TRASTORNO DE PÁNICO

Crisis recurrentes de angustia que aparecen espontánea y súbitamente. La ansiedad experimentada es aguda y extrema, en la cuales es frecuente que la persona que la padece, crea que va a morir, a enloquecer o a perder el control. Estos ataques repentinos de miedo intenso no tienen un desencadenante ambiental claro. Esto facilita que quienes presentan este trastorno desarrollen angustia a experimentar el próximo ataque, cuya ocurrencia no pueden prever, y es conocida como ansiedad anticipatoria. Este trastorno puede acompañarse de agorafobia, que consiste en un temor intenso a alejarse de los sitios identificados como "seguros", lo cual limita la movilidad de la persona de forma muy significativa.


Los trastornos por ansiedad son, en conjunto, la enfermedad psiquiátrica más frecuente.

Entre ellos destaca el trastorno fóbico: alrededor de un 7% de mujeres y un 4,3% de hombres padecen fobias específicas (a algún animal, a un objeto, a la oscuridad, etc.), mientras que las llamadas Fobias, se hallan en un 13% de la población.

La ansiedad generalizada se da en un porcentaje del 3 al 5% de los adultos (en algún momento durante el año).

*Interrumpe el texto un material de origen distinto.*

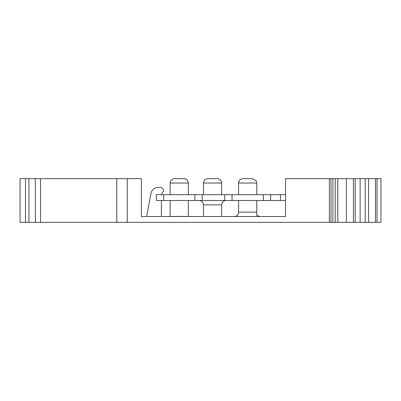 <?xml version="1.0" encoding="UTF-8"?>
<svg xmlns="http://www.w3.org/2000/svg" width="401" height="401" viewBox="0 0 401 401"><rect width="100%" height="100%" fill="white"/><g stroke="black" fill="none" stroke-linecap="round" stroke-linejoin="round"><path stroke-width="0.6" d="M25.474 178.656L20.05 178.656L20.05 222.344L25.474 222.344L25.474 178.656L141.373 178.656L141.373 216.52L285.557 216.52L285.557 200.5L156.3 200.5L156.3 194.675L285.557 194.675M238.585 200.5L238.585 212.149L256.79 212.149L256.79 215.457L260.003 216.52M377.03 178.656L377.03 222.344L380.95 222.344L380.95 178.656L285.557 178.656L285.557 216.52M375.466 178.656L375.466 222.344L375.466 178.656M377.03 222.344L25.474 222.344M161.397 216.52L161.397 200.5M329.376 222.344L329.376 178.656M28.917 222.344L28.917 178.656M35.348 222.344L35.348 178.656M330.985 222.344L330.985 178.656M337.797 222.344L337.797 178.656M346.374 222.344L346.374 178.656M353.421 222.344L353.421 178.656M355.181 222.344L355.181 178.656M365.201 222.344L365.201 178.656M368.554 222.344L368.554 178.656M170.134 194.675L170.134 183.021C170.395 180.37 171.854 178.911 174.505 178.656L183.974 178.656C185.658 178.711 186.936 179.468 187.798 180.916L188.34 183.021L188.34 194.675M238.585 194.675L238.585 183.021C238.846 180.37 240.304 178.911 242.956 178.656L252.424 178.656L256.129 180.711L256.79 183.021L256.79 194.675M203.452 194.675L203.452 183.021C203.713 180.37 205.172 178.911 207.823 178.656L217.292 178.656C219.943 178.911 221.402 180.37 221.658 183.021L221.658 194.675M280.459 200.5L280.459 194.675M161.397 194.019L161.397 194.675L161.397 194.019L163.583 191.107A3.714 3.714 0 0 0 159.869 187.392L158.25 187.392A7.393 7.393 0 0 0 150.987 193.412L146.616 216.52M159.869 187.392L158.25 187.392M270.63 200.5L270.63 194.675M263.347 200.5L263.347 194.675M232.034 200.5L232.034 194.675M224.75 200.5L224.75 194.675M202.179 200.5L202.179 194.675M194.896 200.5L194.896 194.675M163.583 200.5L163.583 194.675M170.134 200.5L170.134 216.44L188.34 216.44L188.34 200.5M127.277 222.344L127.277 178.656M116.781 222.344L116.781 178.656M40.531 222.344L40.531 178.656M335.201 222.344L335.201 178.656M170.134 183.021L188.34 183.021M238.585 183.021L256.79 183.021M226.029 200.5C224.37 200.555 223.101 201.292 222.234 202.705L221.658 204.871L203.452 204.871C203.197 202.214 201.738 200.761 199.086 200.5M203.452 183.021L221.658 183.021M238.585 212.149L238.304 213.698C237.527 215.482 236.164 216.425 234.219 216.52M332.905 178.656L332.905 222.344M360.133 178.656L360.133 222.344M256.79 200.5L256.79 212.149M203.452 204.871L203.452 216.52M221.658 204.871L221.658 216.52"/></g></svg>

Las mujeres tienen el doble de probabilidades de presentarla.

El trastorno de pánico es menos frecuente y se diagnostica a algo menos de un 1% de la población. Las mujeres son de dos a tres veces más propensas a sufrirlo.

El trastorno obsesivo-compulsivo afecta a cerca del 2,3% de los adultos y sucede con aproximadamente igual frecuencia en mujeres que en hombres.

El estrés post-traumático afecta, por lo menos, al 1% de la población alguna vez durante su vida, aunque en las personas con mayor riesgo, como los veteranos de guerra, tiene una mayor incidencia.


En todos estos trastornos, partimos de factores genéticos y constitucionales (vulnerabilidad biológica), que asociados a situaciones ambientales específicas (vulnerabilidad psicológica), permiten el desencadenamiento de los síntomas descritos.

Debido a la importancia de los factores genéticos en el desarrollo de estas enfermedades, los antecedentes familiares constituyen en un factor de riesgo potencial.

Los rasgos de personalidad ansiosos (que se ligan al factor genético y son su más clara expresión), aumentan el riesgo de presentar un cuadro de ansiedad. Por otro lado la vivencia de experiencias "amenazantes", constituye en un evento desencadenante y es en sí misma otro factor de riesgo más.